A Moss Girl’s Guide to Japanese Moss Viewing - nkurz
http://ignition.co/398
======
pnathan
In the past 6 months, Seattle has gone from near-drought condition to _very
wet_. I can only describe the experience of watching the mosses in the area
around my apartment building go from dessicated to luminescent green as
sublime. Particularly visible has been the mosses that live right off my back
porch. In August, they had turned the color of dirt; today, they are a
particularly aggressive almost-neon green with hints of yellow. The concrete
around a (rather sad) tree and bush by the entrance has gone from a pale grey
to a green-grey as the mosses have come back.

I can quite fathom why mosses are a big thing!

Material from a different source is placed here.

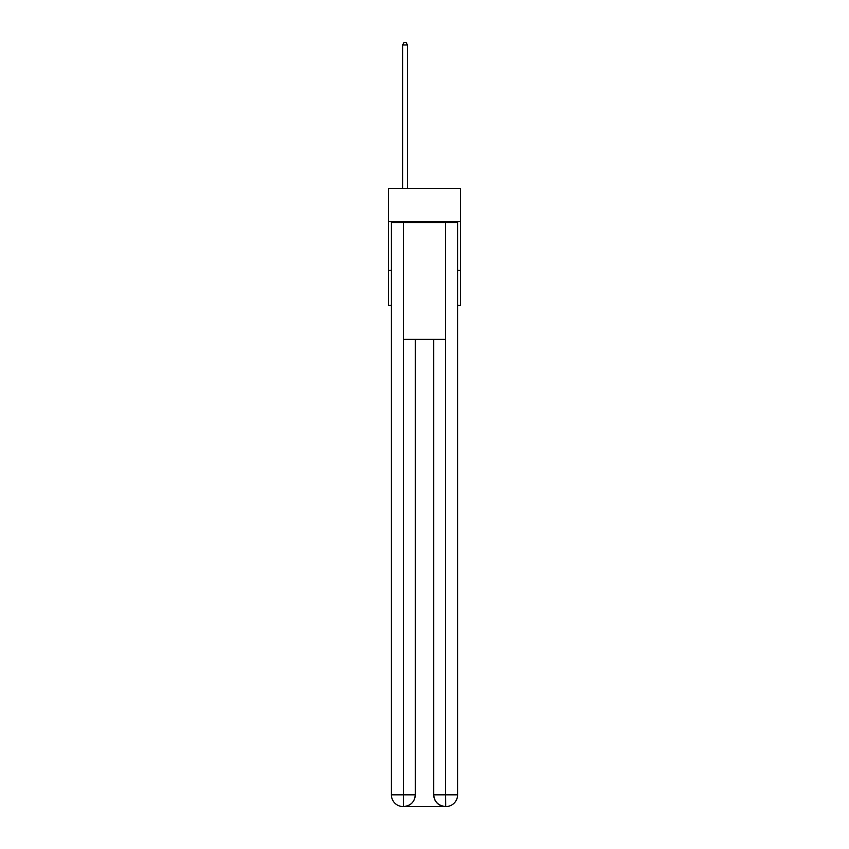 <?xml version="1.0" encoding="UTF-8"?>
<svg xmlns="http://www.w3.org/2000/svg" width="849" height="849" viewBox="0 0 849 849"><rect width="100%" height="100%" fill="white"/><g stroke="black" fill="none" stroke-linecap="round" stroke-linejoin="round"><path stroke-width="1.27" d="M460.508 221.578L460.508 188.489L388.492 188.489L388.492 221.578L460.508 221.578L460.508 305.29L457.59 305.29M391.41 270.247L388.492 270.247L388.492 221.578M460.508 270.247L457.59 270.247M388.492 270.247L388.492 305.29L391.41 305.29M403.084 806.55A11.684 11.684 0 0 1 391.41 794.866L415.257 794.866L415.257 339.356L415.257 794.866A11.684 11.684 0 0 1 403.572 806.55L403.084 806.55A11.684 11.684 0 0 1 391.41 794.866L391.41 222.555L403.381 222.555L403.381 339.356L445.619 339.356L445.619 222.555L403.381 222.555M445.619 222.555L457.59 222.555L457.59 794.866A11.684 11.684 0 0 1 445.916 806.55L445.428 806.55A11.684 11.684 0 0 1 433.743 794.866L433.743 339.356L433.743 794.866C434.338 801.753 438.233 805.648 445.428 806.55L403.572 806.55C410.799 805.797 414.694 801.902 415.257 794.866M433.743 794.866L445.619 794.866L445.714 806.55M403.381 339.356L403.381 806.55M407.467 188.489L407.467 44.976L402.596 44.976L402.596 188.489M402.596 44.976L404.06 42.45L406.002 42.45L407.467 44.976M445.619 339.356L445.619 794.866L457.59 794.866"/></g></svg>

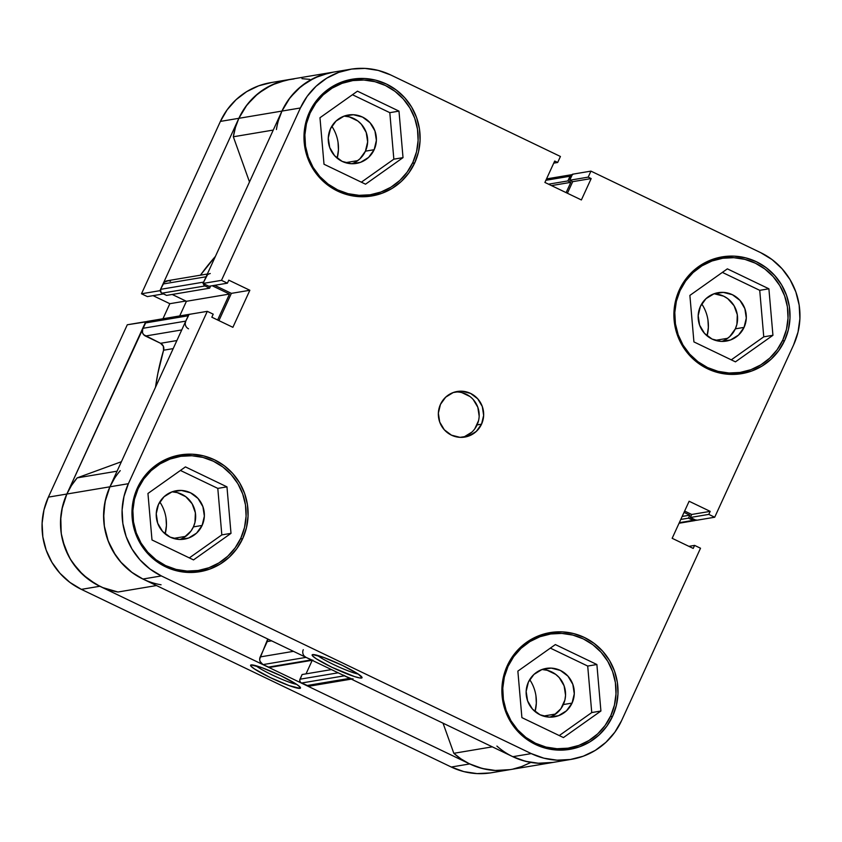 <?xml version="1.0" encoding="UTF-8"?>
<svg xmlns="http://www.w3.org/2000/svg" width="842" height="842" viewBox="0 0 842 842"><rect width="100%" height="100%" fill="white"/><g stroke="black" fill="none" stroke-linecap="round" stroke-linejoin="round"><path stroke-width="1.26" d="M360.997 196.323L358.629 196.628A57.751 56.624 80.5 0 0 361.881 196.175L371.059 194.639A57.751 56.624 -99.5 0 1 316.476 172.442A57.751 56.624 -99.5 0 1 310.119 113.007L308.993 113.196L310.119 113.007A57.751 56.624 -99.5 0 1 351.935 80.727A57.751 56.624 -99.5 0 1 406.518 102.924A57.751 56.624 -99.5 0 1 412.875 162.359A57.751 56.624 -99.5 0 1 371.059 194.639M730.909 373.985L728.541 374.301A57.751 56.624 80.5 0 0 731.793 373.848L740.971 372.311A57.751 56.624 -99.5 0 1 686.388 350.104A57.751 56.624 -99.5 0 1 680.031 290.669L678.905 290.858L680.031 290.669A57.751 56.624 -99.5 0 1 721.847 258.389A57.751 56.624 -99.5 0 1 776.429 280.597A57.751 56.624 -99.5 0 1 782.786 340.031A57.751 56.624 -99.5 0 1 740.971 372.311M558.888 749.717L556.52 750.022A57.751 56.624 80.5 0 0 559.772 749.569L568.95 748.033A57.751 56.624 -99.5 0 1 514.367 725.825A57.751 56.624 -99.5 0 1 508.01 666.401L506.884 666.59L508.01 666.401A57.751 56.624 -99.5 0 1 549.826 634.121A57.751 56.624 -99.5 0 1 604.409 656.318A57.751 56.624 -99.5 0 1 610.766 715.753A57.751 56.624 -99.5 0 1 568.95 748.033M188.976 572.044L186.608 572.349A57.751 56.624 80.5 0 0 189.86 571.907L199.038 570.36A57.751 56.624 -99.5 0 1 144.456 548.163A57.751 56.624 -99.5 0 1 138.099 488.728L136.972 488.918L138.099 488.728A57.751 56.624 -99.5 0 1 179.914 456.448A57.751 56.624 -99.5 0 1 234.497 478.645A57.751 56.624 -99.5 0 1 240.854 538.08A57.751 56.624 -99.5 0 1 199.038 570.36M462.574 437.324A23.102 22.65 80.5 0 0 477.077 424.905L481.55 424.157A23.102 22.65 -99.5 0 1 442.997 428.189A23.102 22.65 -99.5 0 1 440.45 404.413L438.356 413.148L439.713 422.063L444.313 429.788L451.449 435.156L460.037 437.345L468.773 436.019L476.33 431.388L481.55 424.157L483.645 415.411L482.298 406.507L477.698 398.782L470.562 393.414L461.963 391.225L453.228 392.54L445.671 397.182L440.45 404.413A23.102 22.65 -99.5 0 1 479.014 400.382A23.102 22.65 -99.5 0 1 481.55 424.157L477.077 424.905A23.102 22.65 80.5 0 0 454.964 391.993M317.413 655.371A24.544 2.747 -155.4 0 0 337.147 666.201A24.544 2.747 -155.4 0 0 358.239 674.063A24.544 2.747 24.6 0 1 337.147 666.201A24.544 2.747 24.6 0 1 317.413 655.371M361.492 678.042A27.428 3.063 24.6 0 1 332.401 667.506A27.428 3.063 24.6 0 1 312.445 654.655A27.428 3.063 24.6 0 1 312.687 654.592L312.508 655.834L316.076 658.654L331.78 667.211L354.429 676.558L359.987 677.989L362.06 677.642L358.103 673.968L342.41 665.422L323.591 657.402L312.687 654.592A27.428 3.063 24.6 0 1 339 663.822A27.428 3.063 24.6 0 1 362.018 677.347A27.428 3.063 24.6 0 1 361.492 678.042L360.723 675.884L361.492 678.042M725.888 257.863A59.203 58.045 80.5 0 0 717.331 257.905M784.628 340.547L782.365 340.926L784.628 340.547L788.396 329.632L789.996 318.15L789.364 306.572L786.523 295.321L781.587 284.838L774.745 275.523L766.262 267.735L756.463 261.767L745.717 257.863L734.445 256.157L723.078 256.726L712.048 259.546L701.786 264.514L692.692 271.419L685.093 280.018L679.305 289.964A59.203 58.045 -99.5 0 1 722.173 256.873A59.203 58.045 -99.5 0 1 778.113 279.628A59.203 58.045 -99.5 0 1 784.628 340.547A59.203 58.045 -99.5 0 1 741.77 373.637A59.203 58.045 -99.5 0 1 685.83 350.882A59.203 58.045 -99.5 0 1 679.305 289.964L675.547 300.889L673.947 312.361L674.579 323.938L677.421 335.19L682.346 345.683L689.188 354.998L697.681 362.786L707.48 368.743L718.226 372.648L729.498 374.353L740.865 373.785L751.885 370.964L762.147 366.007L771.251 359.092L778.839 350.504L784.628 340.547M355.977 80.201A59.203 58.045 80.5 0 0 347.42 80.232M414.717 162.885L412.454 163.264L414.717 162.885L418.485 151.96L420.084 140.488L419.453 128.9L416.611 117.648L411.675 107.166L404.834 97.851L396.35 90.062L386.541 84.105L375.806 80.19L364.533 78.495L353.166 79.064L342.136 81.885L331.874 86.842L322.781 93.757L315.182 102.345L309.393 112.291A59.203 58.045 -99.5 0 1 352.251 79.211A59.203 58.045 -99.5 0 1 408.202 101.966A59.203 58.045 -99.5 0 1 414.717 162.885A59.203 58.045 -99.5 0 1 371.859 195.965A59.203 58.045 -99.5 0 1 315.908 173.21A59.203 58.045 -99.5 0 1 309.393 112.291L305.635 123.216L304.036 134.688L304.667 146.276L307.509 157.528L312.435 168.011L319.276 177.325L327.77 185.114L337.568 191.081L348.314 194.986L359.587 196.681L370.954 196.112L381.973 193.292L392.235 188.334L401.339 181.43L408.928 172.831L414.717 162.885M183.956 455.922A59.203 58.045 80.5 0 0 175.399 455.964M242.696 538.606L240.433 538.985L242.696 538.606L246.464 527.681L248.064 516.209L247.432 504.621L244.59 493.37L239.654 482.887L232.813 473.572L224.33 465.784L214.531 459.827L203.785 455.922L192.513 454.217L181.146 454.785L170.116 457.606L159.854 462.563L150.76 469.478L143.161 478.067L137.372 488.023A59.203 58.045 -99.5 0 1 180.241 454.933A59.203 58.045 -99.5 0 1 236.181 477.688A59.203 58.045 -99.5 0 1 242.696 538.606A59.203 58.045 -99.5 0 1 199.838 571.697A59.203 58.045 -99.5 0 1 143.898 548.931A59.203 58.045 -99.5 0 1 137.372 488.023L133.615 498.938L132.015 510.41L132.647 521.998L135.488 533.249L140.414 543.732L147.255 553.047L155.749 560.835L165.548 566.803L176.294 570.708L187.566 572.413L198.933 571.834L209.963 569.024L220.215 564.056L229.319 557.151L236.907 548.552L242.696 538.606M553.868 633.584A59.203 58.045 80.5 0 0 545.321 633.626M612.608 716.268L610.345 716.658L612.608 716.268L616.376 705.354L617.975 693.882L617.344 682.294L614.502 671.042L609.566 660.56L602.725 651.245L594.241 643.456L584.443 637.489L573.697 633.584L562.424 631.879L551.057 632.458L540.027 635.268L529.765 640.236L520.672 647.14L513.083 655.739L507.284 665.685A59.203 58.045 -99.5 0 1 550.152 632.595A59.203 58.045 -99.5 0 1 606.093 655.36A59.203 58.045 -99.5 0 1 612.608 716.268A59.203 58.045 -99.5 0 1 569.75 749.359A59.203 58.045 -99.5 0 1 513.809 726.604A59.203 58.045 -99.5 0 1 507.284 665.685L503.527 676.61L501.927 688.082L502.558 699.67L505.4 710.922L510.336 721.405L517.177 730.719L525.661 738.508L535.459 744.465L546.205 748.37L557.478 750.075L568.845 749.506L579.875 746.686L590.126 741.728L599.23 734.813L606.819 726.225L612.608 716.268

edit: if someone has read "Mosses, my dear friends"[1], I'd be curious as to
the general content, whether photos, or details, or a travelogue, etc. I don't
read Japanese, sadly. :-/

[http://www.amazon.co.jp/%E3%82%B3%E3%82%B1%E3%81%AF%E3%81%A8...](http://www.amazon.co.jp/%E3%82%B3%E3%82%B1%E3%81%AF%E3%81%A8%E3%82%82%E3%81%A0%E3%81%A1-%E8%97%A4%E4%BA%95-%E4%B9%85%E5%AD%90/dp/4898153097)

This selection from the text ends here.